Fotografias
17 Sinuca de Bico
Notas iniciais
O rapaz desceu do cavalo e foi até onde a loira estava, dando um abraço mais apertado que o normal nela. Sarah desviou os olhos e só voltou a olhar quando ele se afastou. Tentou manter uma expressão neutra, mas Manu com certeza tinha percebido que tinha ficado incomodada com aquilo. Ele cumprimentou dona Helena e depois Miguel, que logo em seguida subiu no cavalo branco e saiu a galope. De acordo com o loiro, ele trabalhava numa fazenda, mas estudava durante a noite. Era bom ver que mesmo em cidade pequena como aquela as pessoas se interessavam no futuro. Dona Helena criou seus filhos muito bem, concluiu.
– Tom, meu filho, como estão seus pais? – A mulher mais velha indagou, quebrando aquele clima incômodo.
– Ah, eles mandaram um beijo para a senhora e pediu para Manu ir visitá-los – sorriu e puxou a rédea do cavalo, fazendo-o se aproximar para tornar a montá-lo. – Preciso voltar para a fazenda. Ainda tenho que pintar a cerca de frente casa – ele deu meia volta com o animal, mas parou. – A propósito, você continua ainda mais linda.
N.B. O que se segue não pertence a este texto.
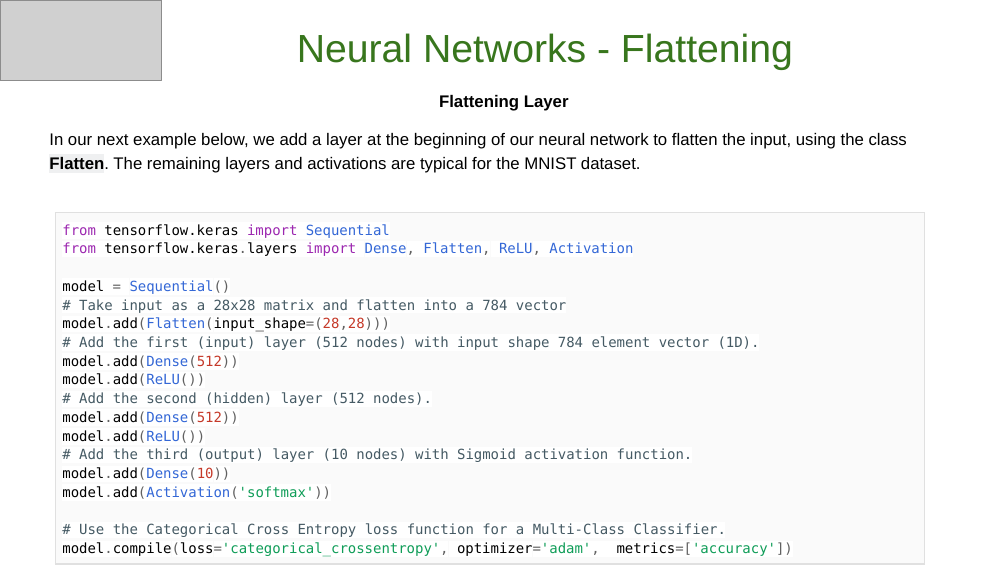
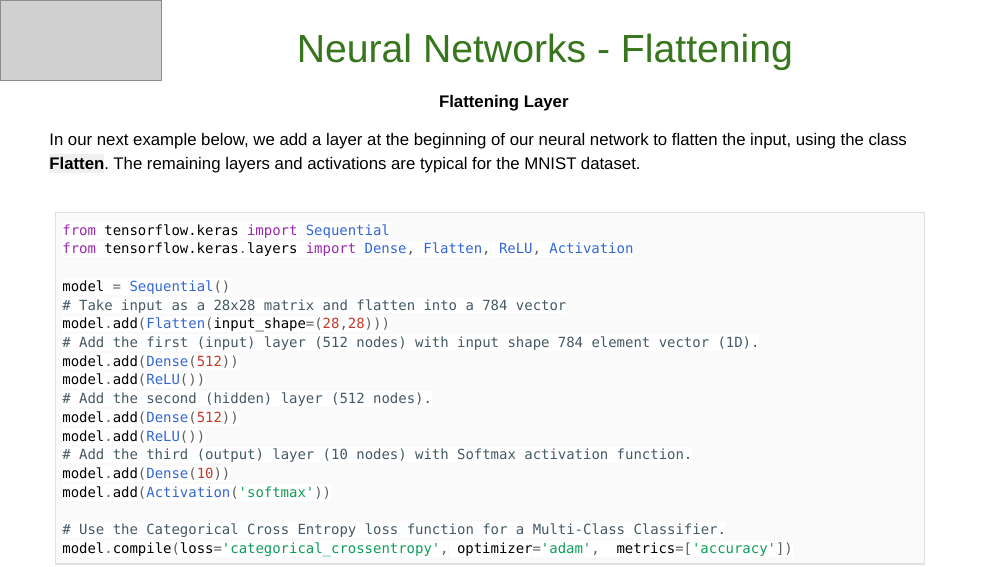
Before and after one commit to GoogleCloudPlatform/keras-idiomatic-programmer, a slide deck: slide 41 of books/deep-learning-design-patterns/Workshops/Novice/Deep Learning Design Patterns - Workshop - Chapter I.pptx. Drawn at 1008x567 pixels with LibreOffice and Linux fonts; fonts in the diff are those of the drawing; grey boxes stand for pictures. Boxes give left, top, right and bottom in pixels: in the first picture for what was removed or moved away, otherwise in the second. Text is boxed around its words. In the diff, an @@ line names an element or a change of style, - is before the commit and + after.

Commit message:
updated slides

```diff
--- a/books/deep-learning-design-patterns/Workshops/Novice/Deep Learning Design Patterns - Workshop - Chapter I.pptx
+++ b/books/deep-learning-design-patterns/Workshops/Novice/Deep Learning Design Patterns - Workshop - Chapter I.pptx
@@ table at bbox=[55, 213, 924, 561] @@
-row 1, column 1: from tensorflow.keras import Sequential / from tensorflow.keras.layers import Dense, Flatten, ReLU, Activation / model = Sequential() / # Take input as a 28x28 matrix and flatten into a 784 vector / model.add(Flatten(input_shape=(28,28))) / # Add the first (input) layer (512 nodes) with input shape 784 element vector (1D). / model.add(Dense(512)) / model.add(ReLU()) / # Add the second (hidden) layer (512 nodes). / model.add(Dense(512)) / model.add(ReLU()) / # Add the third (output) layer (10 nodes) with Sigmoid activation function. / model.add(Dense(10)) / model.add(Activation('softmax')) / # Use the Categorical Cross Entropy loss function for a Multi-Class Classifier. / model.compile(loss='categorical_crossentropy', optimizer='adam', metrics=['accuracy'])
+row 1, column 1: from tensorflow.keras import Sequential / from tensorflow.keras.layers import Dense, Flatten, ReLU, Activation / model = Sequential() / # Take input as a 28x28 matrix and flatten into a 784 vector / model.add(Flatten(input_shape=(28,28))) / # Add the first (input) layer (512 nodes) with input shape 784 element vector (1D). / model.add(Dense(512)) / model.add(ReLU()) / # Add the second (hidden) layer (512 nodes). / model.add(Dense(512)) / model.add(ReLU()) / # Add the third (output) layer (10 nodes) with Softmax activation function. / model.add(Dense(10)) / model.add(Activation('softmax')) / # Use the Categorical Cross Entropy loss function for a Multi-Class Classifier. / model.compile(loss='categorical_crossentropy', optimizer='adam', metrics=['accuracy'])
```
Also in this commit, not shown: 5 other slides changed, 1 other file.

– Obrigada – Manu respondeu, quase seca.
Quando ele sumiu do seu campo de visão, soltou um suspiro e franziu as sobrancelhas. Havia namorado Tom quando tinha 15 anos e ainda assim não durou muito tempo, porém ele nunca desistiu e sempre rodeava como uma mosca de padaria.
– Filha, por que você e sua amiga não trocam essas roupas e vão cumprimentar o resto do pessoal? Mais tarde leva ela pra dar uma voltinha – ao terminar de dizer, dona Helena deu meia volta e voltou para dentro de casa.
– Ei, não fica com essa cara – Manu se aproximou dela devagar. O AllStar branco já estava bem sujo por causa da poeira do chão de terra. – Ele sempre foi um idiota.
– Eu deveria imaginar que tinha ex-namorado metido no meio disso – revirou os olhos e foi até o carro.
– Você ta com ciúme?
– Não. De onde tirou isso? E sai daí – disse quando ela se apoiou no porta-malas, com um sorrisinho travesso brincando nos lábios bem rosados. – Que cara é essa?
– Essa é a primeira vez que você demonstra que está com ciúmes de mim.
– Não tem nada de bom nisso – franziu as sobrancelhas e empurrou-a de leve para que saísse de cima do carro. Destrancou o porta-malas e tirou a sua e a dela de dentro. –E desfaz essa cara de vitória.
Então ambas levaram as malas para o quarto da loira e trocaram de roupa. Sarah opinou por outro vestido, dessa vez branco com flores rosa. As alças eram finas e deixavam os ombros nus. Nos pés colocou rasteirinhas também brancas e, a pedido de Manu, retirou o pouco da maquiagem que ainda tinha no rosto. Já a loira estava linda, como sempre. Estava mais simples que o normal, com um short jeans e uma regata cinza claro. Quando terminaram, dona Helena insistiu que comessem doce de leite que ela mesma havia feito no dia anterior e Sarah percebeu que nunca tinha comido algo tão gostoso em sua vida.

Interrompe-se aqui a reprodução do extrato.